══ Extracted records ══

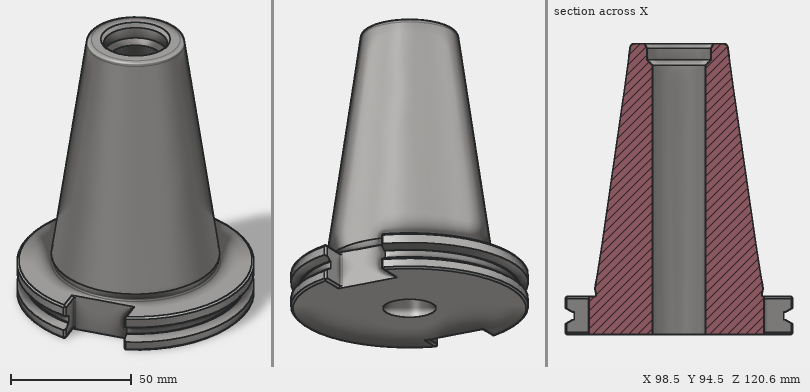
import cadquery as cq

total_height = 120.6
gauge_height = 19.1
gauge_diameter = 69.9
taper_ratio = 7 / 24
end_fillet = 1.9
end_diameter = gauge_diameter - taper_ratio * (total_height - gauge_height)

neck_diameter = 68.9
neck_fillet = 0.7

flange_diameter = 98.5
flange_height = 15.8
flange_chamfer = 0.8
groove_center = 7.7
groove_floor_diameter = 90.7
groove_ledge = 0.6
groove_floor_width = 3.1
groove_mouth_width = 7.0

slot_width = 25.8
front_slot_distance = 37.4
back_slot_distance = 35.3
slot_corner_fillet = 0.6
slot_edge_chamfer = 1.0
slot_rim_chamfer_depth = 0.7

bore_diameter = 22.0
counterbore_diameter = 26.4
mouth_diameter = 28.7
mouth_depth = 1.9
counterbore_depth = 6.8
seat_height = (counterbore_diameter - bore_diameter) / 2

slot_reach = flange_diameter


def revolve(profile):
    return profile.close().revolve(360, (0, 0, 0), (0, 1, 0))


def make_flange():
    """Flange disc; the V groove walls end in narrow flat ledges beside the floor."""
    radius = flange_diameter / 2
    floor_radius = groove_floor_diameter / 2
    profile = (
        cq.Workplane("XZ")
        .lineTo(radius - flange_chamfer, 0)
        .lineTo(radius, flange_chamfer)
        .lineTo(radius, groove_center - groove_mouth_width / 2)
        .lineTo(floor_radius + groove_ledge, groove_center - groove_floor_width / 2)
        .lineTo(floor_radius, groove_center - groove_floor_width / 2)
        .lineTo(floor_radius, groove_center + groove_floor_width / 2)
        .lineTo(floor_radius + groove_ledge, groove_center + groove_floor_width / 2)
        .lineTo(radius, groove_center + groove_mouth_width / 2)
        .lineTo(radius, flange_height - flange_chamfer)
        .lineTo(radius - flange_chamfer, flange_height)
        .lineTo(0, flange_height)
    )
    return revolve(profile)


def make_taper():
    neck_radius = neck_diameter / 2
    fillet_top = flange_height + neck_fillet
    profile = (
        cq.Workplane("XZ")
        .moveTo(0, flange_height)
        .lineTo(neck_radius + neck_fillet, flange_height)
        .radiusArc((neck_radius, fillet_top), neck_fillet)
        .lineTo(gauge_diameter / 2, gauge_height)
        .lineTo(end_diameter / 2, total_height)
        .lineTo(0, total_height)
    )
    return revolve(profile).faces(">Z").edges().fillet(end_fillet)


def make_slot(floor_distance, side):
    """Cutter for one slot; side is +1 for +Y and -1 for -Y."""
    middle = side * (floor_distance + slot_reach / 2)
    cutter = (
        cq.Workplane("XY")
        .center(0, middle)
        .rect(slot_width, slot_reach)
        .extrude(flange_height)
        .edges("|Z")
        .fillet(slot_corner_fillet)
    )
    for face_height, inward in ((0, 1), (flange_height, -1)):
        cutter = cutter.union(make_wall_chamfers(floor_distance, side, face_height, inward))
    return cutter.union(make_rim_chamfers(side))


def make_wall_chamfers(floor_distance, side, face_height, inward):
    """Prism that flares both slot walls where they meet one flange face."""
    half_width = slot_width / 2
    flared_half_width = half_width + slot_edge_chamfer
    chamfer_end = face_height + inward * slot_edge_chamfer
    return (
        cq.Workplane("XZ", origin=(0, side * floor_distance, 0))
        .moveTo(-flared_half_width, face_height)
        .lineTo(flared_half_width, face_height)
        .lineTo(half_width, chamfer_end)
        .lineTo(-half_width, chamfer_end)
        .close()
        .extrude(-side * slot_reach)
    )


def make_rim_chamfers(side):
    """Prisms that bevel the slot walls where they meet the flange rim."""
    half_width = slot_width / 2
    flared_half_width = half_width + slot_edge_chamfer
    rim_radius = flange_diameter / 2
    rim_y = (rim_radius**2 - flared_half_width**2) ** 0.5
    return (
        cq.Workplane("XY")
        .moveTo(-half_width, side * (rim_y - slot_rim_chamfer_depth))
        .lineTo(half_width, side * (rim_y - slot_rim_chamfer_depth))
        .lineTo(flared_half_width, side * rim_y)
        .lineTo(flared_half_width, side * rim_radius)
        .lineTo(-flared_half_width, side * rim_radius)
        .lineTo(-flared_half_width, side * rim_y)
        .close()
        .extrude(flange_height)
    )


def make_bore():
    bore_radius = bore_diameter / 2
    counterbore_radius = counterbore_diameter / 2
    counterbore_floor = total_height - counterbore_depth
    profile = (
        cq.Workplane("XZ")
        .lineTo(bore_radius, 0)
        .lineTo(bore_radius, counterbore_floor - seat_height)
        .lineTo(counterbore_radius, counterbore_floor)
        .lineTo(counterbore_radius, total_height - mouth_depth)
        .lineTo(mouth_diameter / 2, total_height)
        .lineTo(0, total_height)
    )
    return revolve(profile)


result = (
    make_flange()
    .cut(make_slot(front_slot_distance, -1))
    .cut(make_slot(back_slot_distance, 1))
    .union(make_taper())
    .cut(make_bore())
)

═══
══ Extracted records ══

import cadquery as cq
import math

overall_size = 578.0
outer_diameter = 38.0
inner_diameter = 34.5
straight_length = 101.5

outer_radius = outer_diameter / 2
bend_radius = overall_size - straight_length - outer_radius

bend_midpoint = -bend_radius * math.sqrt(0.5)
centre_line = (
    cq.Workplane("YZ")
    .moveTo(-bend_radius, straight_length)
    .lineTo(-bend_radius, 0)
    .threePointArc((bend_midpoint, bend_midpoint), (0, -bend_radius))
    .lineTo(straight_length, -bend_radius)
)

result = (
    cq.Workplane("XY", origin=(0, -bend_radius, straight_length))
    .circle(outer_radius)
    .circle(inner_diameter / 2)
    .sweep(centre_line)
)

═══

## Problem requirements
Where a line above contains the word "moveTo", show that line.

## Output for this task
        .moveTo(0, flange_height)
        .moveTo(-flared_half_width, face_height)
        .moveTo(-half_width, side * (rim_y - slot_rim_chamfer_depth))
    .moveTo(-bend_radius, straight_length)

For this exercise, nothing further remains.